這就是張自忠擔心的事情,即便是以死相逼也逼不出來第179師一丁點兒打仗的勇氣。

現在的形勢還是很奇怪的,第537團、第38師、第536團及第179師師部一字排開,而日軍也是並列攻擊,但國軍背後是大山,日軍也無法抄襲,隻好麵對麵地頂牛,而第38師也盡可能向西延展,企圖執行張自忠向方家集靠攏的命令。

而此時南瓜店已經支持不住了,張自忠對參軍李致遠說,“現在戰況惡化,我們為祖國犧牲是理所當然,總不能讓朋友在此流血,你派人陪同蘇聯顧問隨第74師領任務的參謀下去吧。”

第33集團軍總部有兩名蘇聯顧問,所起的作用說實話很有限,但總是朋友的一種態度,況且萬一讓日軍發現了蘇聯軍人在中國戰場上出現,實在是一件麻煩事,張自忠命令第440團保衛兩名蘇聯顧問和總部空手人員撤離戰場,路線是原路北撤,繞出山穀西渡襄河。

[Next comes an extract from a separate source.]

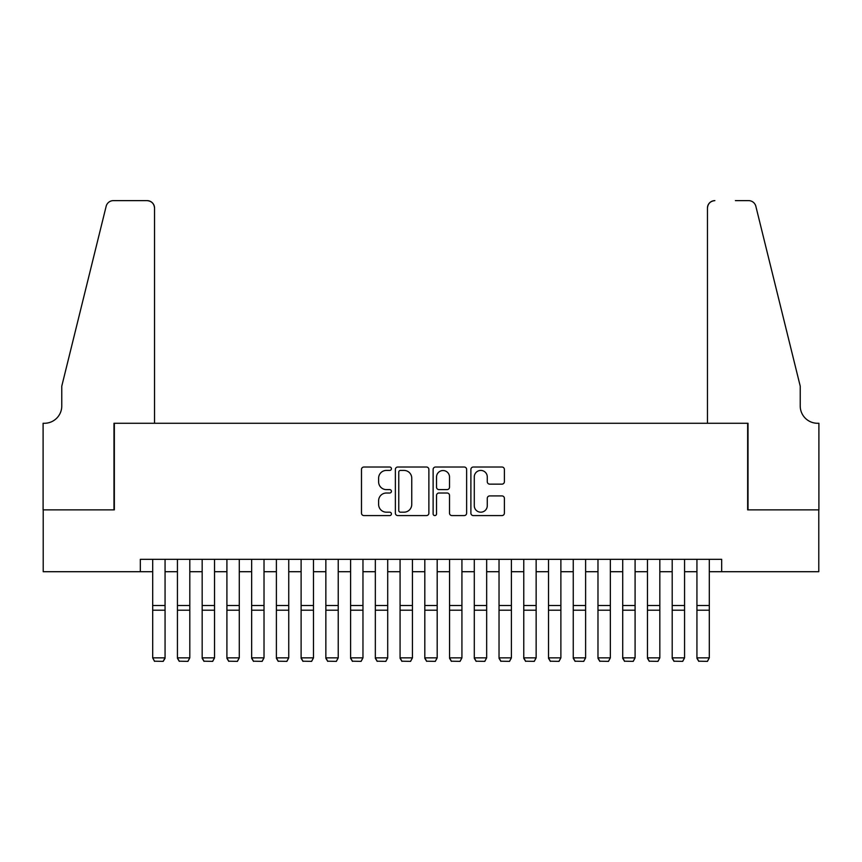 <?xml version="1.0" encoding="UTF-8"?>
<svg xmlns="http://www.w3.org/2000/svg" width="862" height="862" viewBox="0 0 862 862"><rect width="100%" height="100%" fill="white"/><g stroke="black" fill="none" stroke-linecap="round" stroke-linejoin="round"><path stroke-width="1.29" d="M391.423 468.723A1.702 1.702 0 0 0 389.721 467.021L363.915 467.021A2.424 2.424 0 0 0 361.49 469.456L361.49 513.159A2.424 2.424 0 0 0 363.915 515.584L389.721 515.584A1.702 1.702 0 0 0 391.423 513.892A1.702 1.702 0 0 0 389.721 512.19L386.381 512.19A7.769 7.769 0 0 1 378.612 504.421L378.612 500.779A7.769 7.769 0 0 1 386.381 493.01L389.721 493.01A1.702 1.702 0 0 0 391.423 491.308A1.702 1.702 0 0 0 389.721 489.605L386.381 489.605A7.769 7.769 0 0 1 378.612 481.836L378.612 478.194A7.769 7.769 0 0 1 386.381 470.426L389.721 470.426A1.702 1.702 0 0 0 391.423 468.723M501.964 484.142A2.424 2.424 0 0 0 504.389 481.718L504.389 469.456A2.424 2.424 0 0 0 501.964 467.021L473.313 467.021A2.424 2.424 0 0 0 470.889 469.456L470.889 513.159A2.424 2.424 0 0 0 473.313 515.584L501.964 515.584A2.424 2.424 0 0 0 504.389 513.159L504.389 498.344A2.424 2.424 0 0 0 501.964 495.919L489.702 495.919A2.424 2.424 0 0 0 487.278 498.344L487.278 505.692A6.497 6.497 0 0 1 480.78 512.19A6.497 6.497 0 0 1 474.283 505.692L474.283 476.923A6.497 6.497 0 0 1 480.78 470.426A6.497 6.497 0 0 1 487.278 476.923L487.278 481.718A2.424 2.424 0 0 0 489.702 484.142L501.964 484.142M140.323 571.711L43.219 571.711L43.219 509.862L114.344 509.862L114.344 423.274L747.656 423.274L747.656 509.862L818.781 509.862L818.781 571.711L721.677 571.711L721.677 559.341L140.323 559.341L140.323 571.711L152.693 571.711M428.877 469.456A2.424 2.424 0 0 0 426.442 467.021L397.791 467.021A2.424 2.424 0 0 0 395.367 469.456L395.367 513.159A2.424 2.424 0 0 0 397.791 515.584L426.442 515.584A2.424 2.424 0 0 0 428.877 513.159L428.877 469.456M435.558 467.021L464.209 467.021A2.424 2.424 0 0 1 466.633 469.456L466.633 513.159A2.424 2.424 0 0 1 464.209 515.584L451.947 515.584A2.424 2.424 0 0 1 449.511 513.159L449.511 495.434A2.424 2.424 0 0 0 447.087 493.01L438.952 493.01A2.424 2.424 0 0 0 436.528 495.434L436.528 513.892A1.702 1.702 0 0 1 434.825 515.584A1.702 1.702 0 0 1 433.123 513.892L433.123 469.456A2.424 2.424 0 0 1 435.558 467.021M165.062 571.711L177.432 571.711M189.802 571.711L202.171 571.711M214.541 571.711L226.911 571.711M239.28 571.711L251.65 571.711M264.02 571.711L276.39 571.711M288.748 571.711L301.118 571.711M313.488 571.711L325.858 571.711M338.227 571.711L350.597 571.711M362.967 571.711L375.336 571.711M387.706 571.711L400.076 571.711M412.445 571.711L424.815 571.711M437.185 571.711L449.555 571.711M461.924 571.711L474.294 571.711M486.664 571.711L499.033 571.711M511.403 571.711L523.773 571.711M536.142 571.711L548.512 571.711M560.882 571.711L573.252 571.711M585.61 571.711L597.98 571.711M610.35 571.711L622.72 571.711M635.089 571.711L647.459 571.711M659.829 571.711L672.198 571.711M684.568 571.711L696.938 571.711M709.307 571.711L721.677 571.711M400.464 470.426A1.702 1.702 0 0 0 398.761 472.117L398.761 510.487A1.702 1.702 0 0 0 400.464 512.19L403.987 512.19A7.769 7.769 0 0 0 411.756 504.421L411.756 478.194A7.769 7.769 0 0 0 403.987 470.426L400.464 470.426M449.511 477.042A6.497 6.497 0 0 0 443.025 470.544A6.497 6.497 0 0 0 436.528 477.042L436.528 487.181A2.424 2.424 0 0 0 438.952 489.605L447.087 489.605A2.424 2.424 0 0 0 449.511 487.181L449.511 477.042M165.062 559.341L165.062 658.299L163.209 661.369L154.546 661.197L163.209 661.369M154.546 661.369L152.693 657.857L165.062 657.857L163.209 661.197M152.693 559.341L152.693 657.857L154.546 661.197M154.546 423.274L154.546 208.054A7.424 7.424 0 0 0 147.122 200.63L113.353 200.63A7.424 7.424 0 0 0 106.155 206.277L61.773 386.165L61.773 405.959A17.315 17.315 0 0 1 44.458 423.274L43.1 423.274L43.1 509.862L113.978 509.862L113.978 423.274L154.546 423.274L154.546 208.054C154.072 203.572 151.604 201.105 147.122 200.63L126.595 200.63M106.155 206.277C108.041 202.204 108.041 202.204 106.155 206.277C108.041 202.204 108.041 202.204 106.155 206.277M61.773 405.959A17.315 17.315 0 0 1 44.458 423.274M707.454 423.274L707.454 208.054L707.454 423.274L748.022 423.274L748.022 509.862L818.9 509.862L818.9 423.274L817.542 423.274A17.315 17.315 0 0 1 800.227 405.959A17.315 17.315 0 0 0 817.542 423.274M786.618 331.008L755.845 206.277L800.227 386.165L800.227 405.959M735.405 200.63L748.647 200.63A7.424 7.424 0 0 1 755.845 206.277C753.959 202.204 753.959 202.204 755.845 206.277C753.959 202.204 753.959 202.204 755.845 206.277M714.878 200.63A7.424 7.424 0 0 0 707.454 208.054C707.928 203.572 710.396 201.105 714.878 200.63M177.432 658.299L179.285 661.369L177.432 657.857L189.802 657.857L187.948 661.369L179.285 661.197L187.948 661.369M202.171 658.299L204.025 661.369L202.171 657.857L214.541 657.857L212.688 661.369L204.025 661.197L212.688 661.369M226.911 658.299L228.764 661.369L226.911 657.857L239.28 657.857L237.416 661.369L228.764 661.197L237.416 661.369M251.65 658.299L253.503 661.369L251.65 657.857L264.02 657.857L262.156 661.369L253.503 661.197L262.156 661.369M189.802 559.341L189.802 657.857L187.948 661.197M177.432 559.341L177.432 657.857L179.285 661.197M214.541 559.341L214.541 657.857L212.688 661.197M202.171 559.341L202.171 657.857L204.025 661.197M239.28 559.341L239.28 657.857L237.416 661.197M226.911 559.341L226.911 657.857L228.764 661.197M264.02 559.341L264.02 657.857L262.156 661.197M251.65 559.341L251.65 657.857L253.503 661.197M276.39 658.299L278.243 661.369L276.39 657.857L288.748 657.857L286.895 661.369L278.243 661.197L286.895 661.369M288.748 559.341L288.748 657.857L286.895 661.197M276.39 559.341L276.39 657.857L278.243 661.197M301.118 658.299L302.982 661.369L301.118 657.857L313.488 657.857L311.635 661.369L302.982 661.197L311.635 661.369M313.488 559.341L313.488 657.857L311.635 661.197M301.118 559.341L301.118 657.857L302.982 661.197M325.858 658.299L327.722 661.369L325.858 657.857L338.227 657.857L336.374 661.369L327.722 661.197L336.374 661.369M338.227 559.341L338.227 657.857L336.374 661.197M325.858 559.341L325.858 657.857L327.722 661.197M350.597 658.299L352.45 661.369L350.597 657.857L362.967 657.857L361.113 661.369L352.45 661.197L361.113 661.369M362.967 559.341L362.967 657.857L361.113 661.197M350.597 559.341L350.597 657.857L352.45 661.197M375.336 658.299L377.19 661.369L375.336 657.857L387.706 657.857L385.853 661.369L377.19 661.197L385.853 661.369M387.706 559.341L387.706 657.857L385.853 661.197M375.336 559.341L375.336 657.857L377.19 661.197M400.076 658.299L401.929 661.369L400.076 657.857L412.445 657.857L410.592 661.369L401.929 661.197L410.592 661.369M412.445 559.341L412.445 657.857L410.592 661.197M400.076 559.341L400.076 657.857L401.929 661.197M424.815 658.299L426.668 661.369L424.815 657.857L437.185 657.857L435.332 661.369L426.668 661.197L435.332 661.369M437.185 559.341L437.185 657.857L435.332 661.197M424.815 559.341L424.815 657.857L426.668 661.197M449.555 658.299L451.408 661.369L449.555 657.857L461.924 657.857L460.071 661.369L451.408 661.197L460.071 661.369M461.924 559.341L461.924 657.857L460.071 661.197M449.555 559.341L449.555 657.857L451.408 661.197M474.294 658.299L476.147 661.369L474.294 657.857L486.664 657.857L484.81 661.369L476.147 661.197L484.81 661.369M486.664 559.341L486.664 657.857L484.81 661.197M474.294 559.341L474.294 657.857L476.147 661.197M499.033 658.299L500.887 661.369L499.033 657.857L511.403 657.857L509.55 661.369L500.887 661.197L509.55 661.369M511.403 559.341L511.403 657.857L509.55 661.197M499.033 559.341L499.033 657.857L500.887 661.197M523.773 658.299L525.626 661.369L523.773 657.857L536.142 657.857L534.278 661.369L525.626 661.197L534.278 661.369M536.142 559.341L536.142 657.857L534.278 661.197M523.773 559.341L523.773 657.857L525.626 661.197M548.512 658.299L550.365 661.369L548.512 657.857L560.882 657.857L559.018 661.369L550.365 661.197L559.018 661.369M560.882 559.341L560.882 657.857L559.018 661.197M548.512 559.341L548.512 657.857L550.365 661.197M573.252 658.299L575.105 661.369L573.252 657.857L585.61 657.857L583.757 661.369L575.105 661.197L583.757 661.369M585.61 559.341L585.61 657.857L583.757 661.197M573.252 559.341L573.252 657.857L575.105 661.197M597.98 658.299L599.844 661.369L597.98 657.857L610.35 657.857L608.497 661.369L599.844 661.197L608.497 661.369M610.35 559.341L610.35 657.857L608.497 661.197M597.98 559.341L597.98 657.857L599.844 661.197M622.72 658.299L624.584 661.369L622.72 657.857L635.089 657.857L633.236 661.369L624.584 661.197L633.236 661.369M635.089 559.341L635.089 657.857L633.236 661.197M622.72 559.341L622.72 657.857L624.584 661.197M647.459 658.299L649.312 661.369L647.459 657.857L659.829 657.857L657.975 661.369L649.312 661.197L657.975 661.369M659.829 559.341L659.829 657.857L657.975 661.197M647.459 559.341L647.459 657.857L649.312 661.197M672.198 658.299L674.052 661.369L672.198 657.857L684.568 657.857L682.715 661.369L674.052 661.197L682.715 661.369M684.568 559.341L684.568 657.857L682.715 661.197M672.198 559.341L672.198 657.857L674.052 661.197M696.938 658.299L698.791 661.369L696.938 657.857L709.307 657.857L707.454 661.369L698.791 661.197L707.454 661.369M709.307 559.341L709.307 657.857L707.454 661.197M696.938 559.341L696.938 657.857L698.791 661.197M165.062 605.512L152.693 605.512M165.062 610.199L152.693 610.199M189.802 605.512L177.432 605.512M189.802 610.199L177.432 610.199M214.541 605.512L202.171 605.512M214.541 610.199L202.171 610.199M239.28 605.512L226.911 605.512M239.28 610.199L226.911 610.199M264.02 605.512L251.65 605.512M264.02 610.199L251.65 610.199M288.748 605.512L276.39 605.512M288.748 610.199L276.39 610.199M313.488 605.512L301.118 605.512M313.488 610.199L301.118 610.199M338.227 605.512L325.858 605.512M338.227 610.199L325.858 610.199M362.967 605.512L350.597 605.512M362.967 610.199L350.597 610.199M387.706 605.512L375.336 605.512M387.706 610.199L375.336 610.199M412.445 605.512L400.076 605.512M412.445 610.199L400.076 610.199M437.185 605.512L424.815 605.512M437.185 610.199L424.815 610.199M461.924 605.512L449.555 605.512M461.924 610.199L449.555 610.199M486.664 605.512L474.294 605.512M486.664 610.199L474.294 610.199M511.403 605.512L499.033 605.512M511.403 610.199L499.033 610.199M536.142 605.512L523.773 605.512M536.142 610.199L523.773 610.199M560.882 605.512L548.512 605.512M560.882 610.199L548.512 610.199M585.61 605.512L573.252 605.512M585.61 610.199L573.252 610.199M610.35 605.512L597.98 605.512M610.35 610.199L597.98 610.199M635.089 605.512L622.72 605.512M635.089 610.199L622.72 610.199M659.829 605.512L647.459 605.512M659.829 610.199L647.459 610.199M684.568 605.512L672.198 605.512M684.568 610.199L672.198 610.199M709.307 605.512L696.938 605.512M709.307 610.199L696.938 610.199"/></g></svg>

第440團擔負牛肋巴骨山的守衛,對麵日軍攻勢也是一波接著一波,不過此處在總部背後,張自忠也不是不了解這個情況,不過日軍在此方向上被山阻隔,兩害相較取其輕,於是將警衛團調下來保衛機關人員撤離戰場。這等於薄弱的防線閃開了一個大口子,戰局更加惡劣。

第440團一撤下,日軍隨之跟進。當準備撤離的人員在牛肋巴骨山山下的山穀中集合時,遭到日軍居高臨下的打擊,這一下子就截斷了北撤的道路,原先還可以在陣地上抵擋還剩幾百人的第440團立刻潰散了,總部人員更是亂了套。團長鄭萬良抓著幾十號人護著參軍李致遠和兩名蘇聯顧問連滾帶爬上了東麵的長山,繞道撤回了河西。

日軍在牛肋巴骨山北端的機槍一響就等於包抄了總部的後路,已經沒有北撤的路了,現在唯一的退路就是十裏長山,但張自忠還是不向長山撤退,還是要堅守此地,將手槍營派出占據牛肋巴骨山南端的石龍崗頂住日軍。

中午時分日軍加大對西麵磨石場的進攻,第444團在日軍的連續打擊下潰敗了,張自忠又將在石龍崗與日軍對峙的手槍營調往磨石場。